11-04-2014 22:37 #18
11-04-2014 22:38 #19Senior Member
- Join Date
- Jan 2009
Do you have anyone with you right now?
As I mentioned in my other post, please try calling one of the helplines, there will be ppl there trained to help you.
For what it's worth, with my anxiety I don't have panic attacks but develop OCD behaviours. So not sure of this advice applies to your situation but my physc said for me not to do guided mediation, instead do mindfulness. Slow everything I am doing down.
For example, if I was to be mindful now I would start talking to myself like this ...
- all I am doing right now is
- typing on my phone
-I notice that As I press the letters on the keyboard they enlarge
- I have the volume on my phone on silent they make no noise when I press them
If I was doing the dishes
- all I am doing right is
- the dishes
- the water is warm
- there are lots of bubbles
- the dishwashing liquid smells of lavender
- now I am picking up a plate
- the dirt melts off the plate when it enters the water
- I pull the plate out of the water
- steam rises off the plate and the suds drip away
It takes a bit of effort to focus on just exactly what you are doing and you may find some resistance from your mind. Just refocus and try again.
The way it was explained to me is that your brain develops pathways when you think the same way all the time. over time it starts to takes shortcuts when you start on the path (or trigger) and ends up in the anxious state. The trick for me is to slow down my mind so it doesn't head down that shortcut to the highly anxious state (for me OCD).
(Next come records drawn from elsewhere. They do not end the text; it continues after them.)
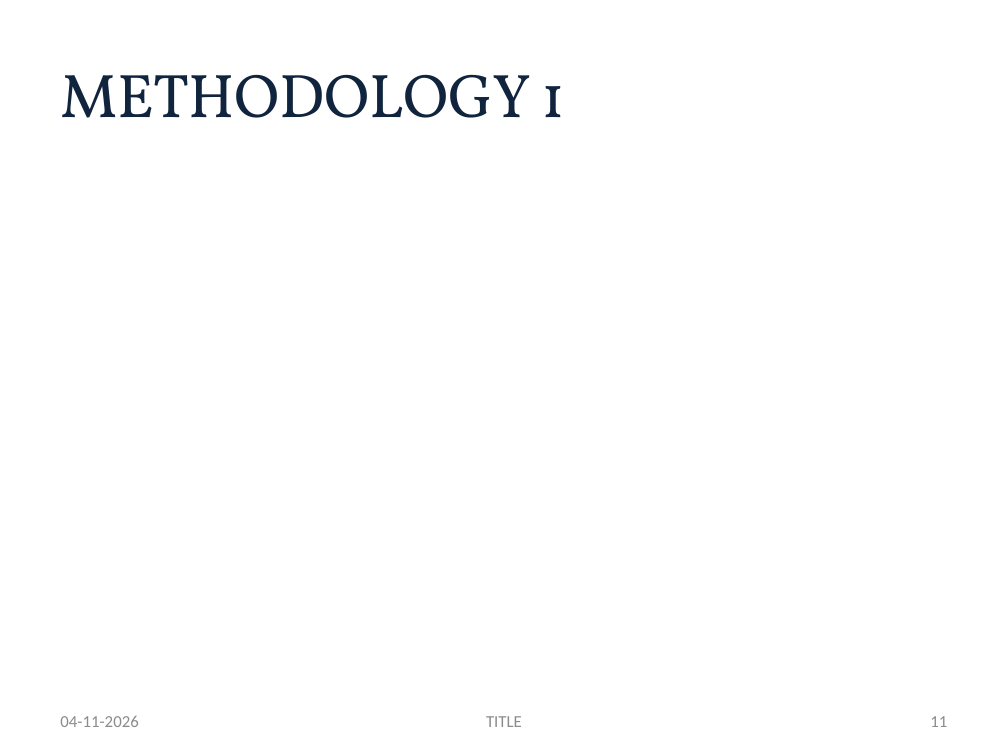
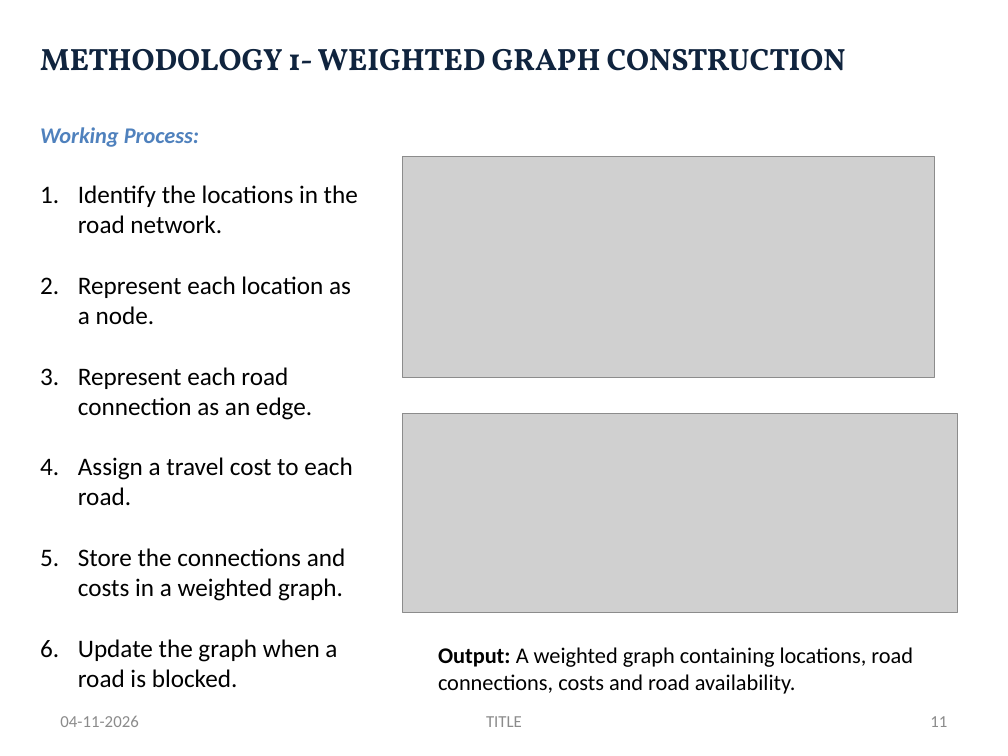
Before and after one commit to Abenanthan/FOAI-Navigation-System, a slide deck: slide 11 of FOAI Project PPT.pptx. Drawn at 1008x756 pixels with LibreOffice and Linux fonts; fonts in the diff are those of the drawing; grey boxes stand for pictures. Boxes give left, top, right and bottom in pixels: in the first picture for what was removed or moved away, otherwise in the second. Text is boxed around its words. In the diff, an @@ line names an element or a change of style, - is before the commit and + after.

```diff
--- a/FOAI Project PPT.pptx
+++ b/FOAI Project PPT.pptx
@@ title at (x1=40, y1=49, x2=846, y2=71): text changed; size 44 to 22 pt; bold on @@
-METHODOLOGY 1
+METHODOLOGY 1- WEIGHTED GRAPH CONSTRUCTION
@@ text added at (x1=40, y1=127, x2=358, y2=687), 18 pt, text #000000 @@
+Working Process:
+1. Identify the locations in the road network.
+2. Represent each location as a node.
+3. Represent each road connection as an edge.
+4. Assign a travel cost to each road.
+5. Store the connections and costs in a weighted graph.
+6. Update the graph when a road is blocked.
@@ picture added at (x1=403, y1=157, x2=934, y2=378) @@
@@ picture added at (x1=402, y1=413, x2=958, y2=612) @@
@@ text added at (x1=438, y1=647, x2=913, y2=694), 16 pt, text #000000 @@
+Output: A weighted graph containing locations, road connections, costs and road availability.
```
Also in this commit, not shown: 15 other slides changed, 3 slides added, 3 slides removed.

Another thing is when you are in a highly anxious state your body is flooded with stress hormones. Exercise helps burn off these stress hormones and also releases more of the feel good hormones. Getting outside for a walk in the sunshine and fresh air can be so refreshing.
Please call one of the help lines tonight and please Be kind to yourself having anxiety doesn't make you a bad person.